Page 13 of Heavy Hitter

“Did you hit a home run?”

“Did I—no,” he says, laughing, a little taken aback. “That’s not really something that happens every time.”

Lacey hmms. “I think if I was a baseball player I would try to hit a home run at every game.”

“That’s... solid strategy,” Jimmy agrees. “I’ll be sure to mention it to the rest of the team.”

“Thank you.”

He rubs at his beard for a moment, feeling the curve of his own smile under his palm. “What about you?” he asks—shoving a pillow behind his back, trying to get comfortable. “How was your night?”

“It was good,” she reports. “Well, mostly good. My dancing was a little stupid on the bridge during ‘Fameland’—that’s one of my songs that I do, I don’t know if you—?”

Jimmy laughs out loud. “It’s one of your songs that you do, huh?” “Fameland” was the number one record in the US for, like, thirty-three consecutive weeks last year. “You know, I think I’ve heard of it.”

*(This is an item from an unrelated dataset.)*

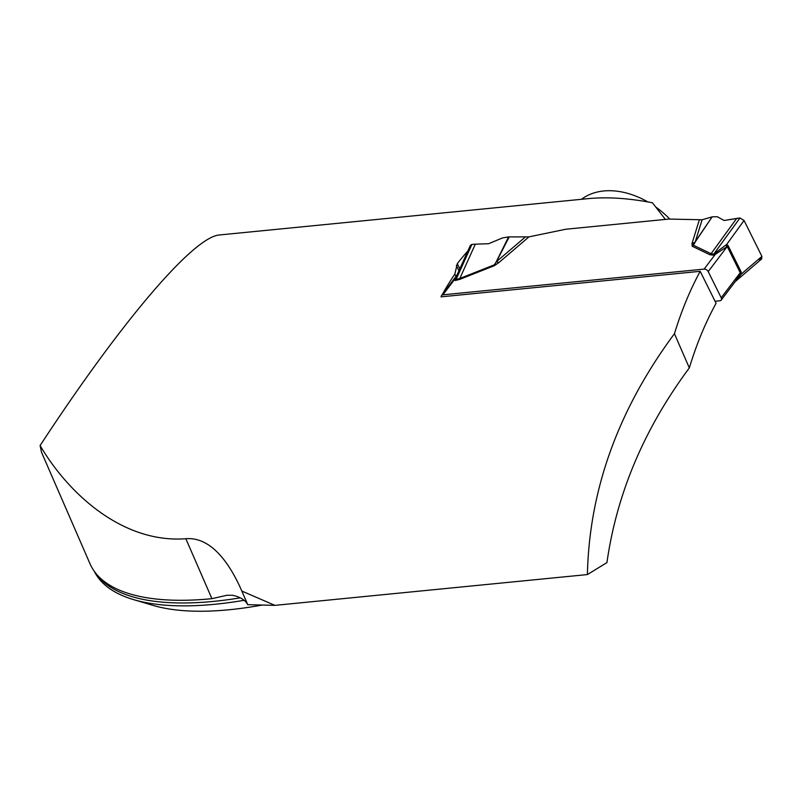 <?xml version="1.0" encoding="UTF-8"?>
<svg xmlns="http://www.w3.org/2000/svg" width="802" height="802" viewBox="0 0 802 802"><rect width="100%" height="100%" fill="white"/><g stroke="black" fill="none" stroke-linecap="round" stroke-linejoin="round"><path stroke-width="1.2" d="M665.409 219.417L652.407 202.766C628.578 198.174 607.164 196.801 588.157 198.635L219.568 234.956C193.733 236.47 121.062 321.762 40.1 445.551L41.514 452.258L89.984 563.726A274.023 105.303 156.5 0 0 103.608 580.959A274.023 105.303 156.5 0 0 211.918 598.673L226.996 595.254L232.4 595.254A85.363 32.802 -23.5 0 1 247.738 604.678L241.813 591.044C230.264 564.468 211.668 536.628 185.843 538.713C123.087 543.535 68.741 494.273 40.1 445.551M94.215 571.194A273.171 104.982 -23.5 0 0 133.553 599.615A273.171 104.982 -23.5 0 0 244.119 600.307M262.224 605.039A256.099 98.415 156.5 0 1 152.981 605.38L133.553 599.615M674.442 333.692L689.329 367.917A333.351 197.823 -95.6 0 1 716.086 303.306L700.186 271.317A335.918 199.337 -95.6 0 0 674.442 333.692C618.282 409.471 589.269 489.761 587.405 574.563L274.906 605.36L241.813 591.044M700.186 271.317L441.03 296.85A335.918 199.337 84.4 0 1 441.21 296.509M467.847 251.016A335.918 199.337 -95.6 0 0 457.28 263.698L454.844 274.114A335.918 199.337 84.4 0 0 442.303 294.524M689.329 367.917C644.237 428.599 616.768 493.491 606.934 562.613L587.405 574.563M274.906 605.36L247.738 604.678M454.844 274.114L456.468 277.382M669.81 219.086A72.561 51.318 -138.1 0 0 656.387 207.477M647.775 201.904A72.561 51.318 -138.1 0 0 581.5 199.297M441.22 296.83A3.419 2.316 37.2 0 1 441.551 295.517A3.419 2.316 37.2 0 1 442.904 294.825L704.106 269.101A3.419 2.316 37.2 0 1 708.206 271.577L721.209 297.753A3.419 2.316 37.2 0 1 721.198 300.088A3.419 2.316 37.2 0 1 719.845 300.78L715.063 301.251M692.186 246.224L691.996 243.517L695.144 242.124L712.146 216.871L702.101 219.768L695.144 242.124L693.449 245.242L711.073 253.723L713.74 254.144L726.652 244.48L744.056 220.48L739.955 217.994L736.667 218.425L711.073 253.723A13.654 11.659 115.7 0 1 709.81 254.705L692.186 246.224L712.146 216.871M528.939 236.871L498.944 262.545L494.283 265.723L508.588 236.911L528.939 236.871L565.811 229.232L668.988 219.066L702.101 219.768M494.283 265.723L459.887 279.327L455.406 280.5L454.132 280.028L455.997 276.5M735.655 281.051L740.236 272.7L727.234 246.525L715.344 254.294L714.712 253.252M736.667 218.425L724.116 220.5L717.329 216.74L712.597 216.811M509.21 236.871L496.448 261.703L525.069 237.212M457.16 274.695L470.373 245.402L471.907 244.41L475.305 244.179L459.817 278.474L494.212 264.871L496.448 261.703L498.944 262.545M475.305 244.179L488.649 243.708L502.573 237.903L508.588 236.911M735.213 281.622L761.649 258.966L761.9 256.389L741.329 274.013L735.254 281.572M761.9 256.389L744.056 220.48M457.25 274.525L456.057 279.537L459.817 278.474A13.654 2.356 68.4 0 1 459.887 279.327M739.925 273.642A13.654 1.654 -174.2 0 0 741.329 274.013L741.058 271.718L728.056 245.542L726.652 244.48A13.654 9.995 102.6 0 0 726.582 246.795M704.106 269.101L715.344 254.294L713.088 255.116A13.654 8.11 84.4 0 0 713.74 254.144L739.955 217.994M455.406 280.5A13.654 8.11 84.4 0 0 456.057 279.537L471.907 244.41M442.904 294.825L454.132 280.028A13.654 12.251 141.5 0 0 456.127 278.725M758.161 259.587L760.537 259.407L761.9 256.389L744.056 220.48L739.955 217.994L724.116 220.5M185.843 538.713L211.918 598.673M240.259 597.851A273.171 104.982 156.5 0 1 96.24 573.831M457.28 263.698L459.817 268.8M456.348 265.562L458.934 270.765M713.088 255.116L709.81 254.705M691.996 243.517L699.284 220.079M728.056 245.542A13.654 5.925 153.6 0 0 727.234 246.525L708.206 271.577M721.209 297.753L740.236 272.7A13.654 5.925 153.6 0 1 741.058 271.718M441.551 295.517L455.977 276.52M721.198 300.088L735.634 281.081M457.431 274.083L456.027 276.449"/></g></svg>

“Okay, well!” Lacey laughs, too, huffing a little. He can picture the exasperated face she’s making on the other end of the phone. “I’m just, like, contextualizing. I don’t know what you listen to.”

“Sea shanties, mostly. The occasional German opera.”

“I can’t tell if you’re being sarcastic or not.”

“Not at all.”

“Love that for you,” Lacey says. “Anyway, there’s this one turn that I can only ever nail, like, eighty percent of time, and tonight wasn’t one of them, so I’ll just, you know. Be here perseverating on that nonstop until next Thursday night.”

Jimmy knows better than to tell her that probably nobody noticed. “Yeah,” he says instead. “I know how that goes.”

“I get too in my head sometimes.”

“I hear that.” He reaches for another pillow, trying not to groan with the effort. He took some high-test Motrin earlier, but it isn’t doing much. “So you’re off for a few days now, right? What’ll you do?”

“I’m flying back to LA first thing tomorrow,” she says, rustling around a little. He wonders if she’s getting ready for bed, what she sleeps in. What she’d look like in his T-shirt and nothing else. “I’ll see some friends, take care of some admin stuff. Water my plants.”

“You water your own plants?”

“I do, as a matter of fact,” she informs him a little haughtily. “When I’m home.”

“Me too.”

“You have a lot of plants?”

“I have a farm, actually.”

“Wait.” That stops her. “Do you really?”

“Small one,” Jimmy admits. “Fourteen acres, up in Baltimore County.”

“What do you farm?”

“I don’t know,” he says, faintly embarrassed all of a sudden. The guys love to tell him how corny he is, how he’s Old MacDonald. On his birthday they got him overalls and a straw hat. “Regular farm shit. Vegetables, mostly. I’ve got a little orchard.”

“Animals?”

“Horses,” he says. “Some chickens. Coupla dogs.”

“Wow.”

“Yeah, well.” Jimmy shrugs into the pillows. “I needed a project after my divorce. And I’m not really that into cars, so.”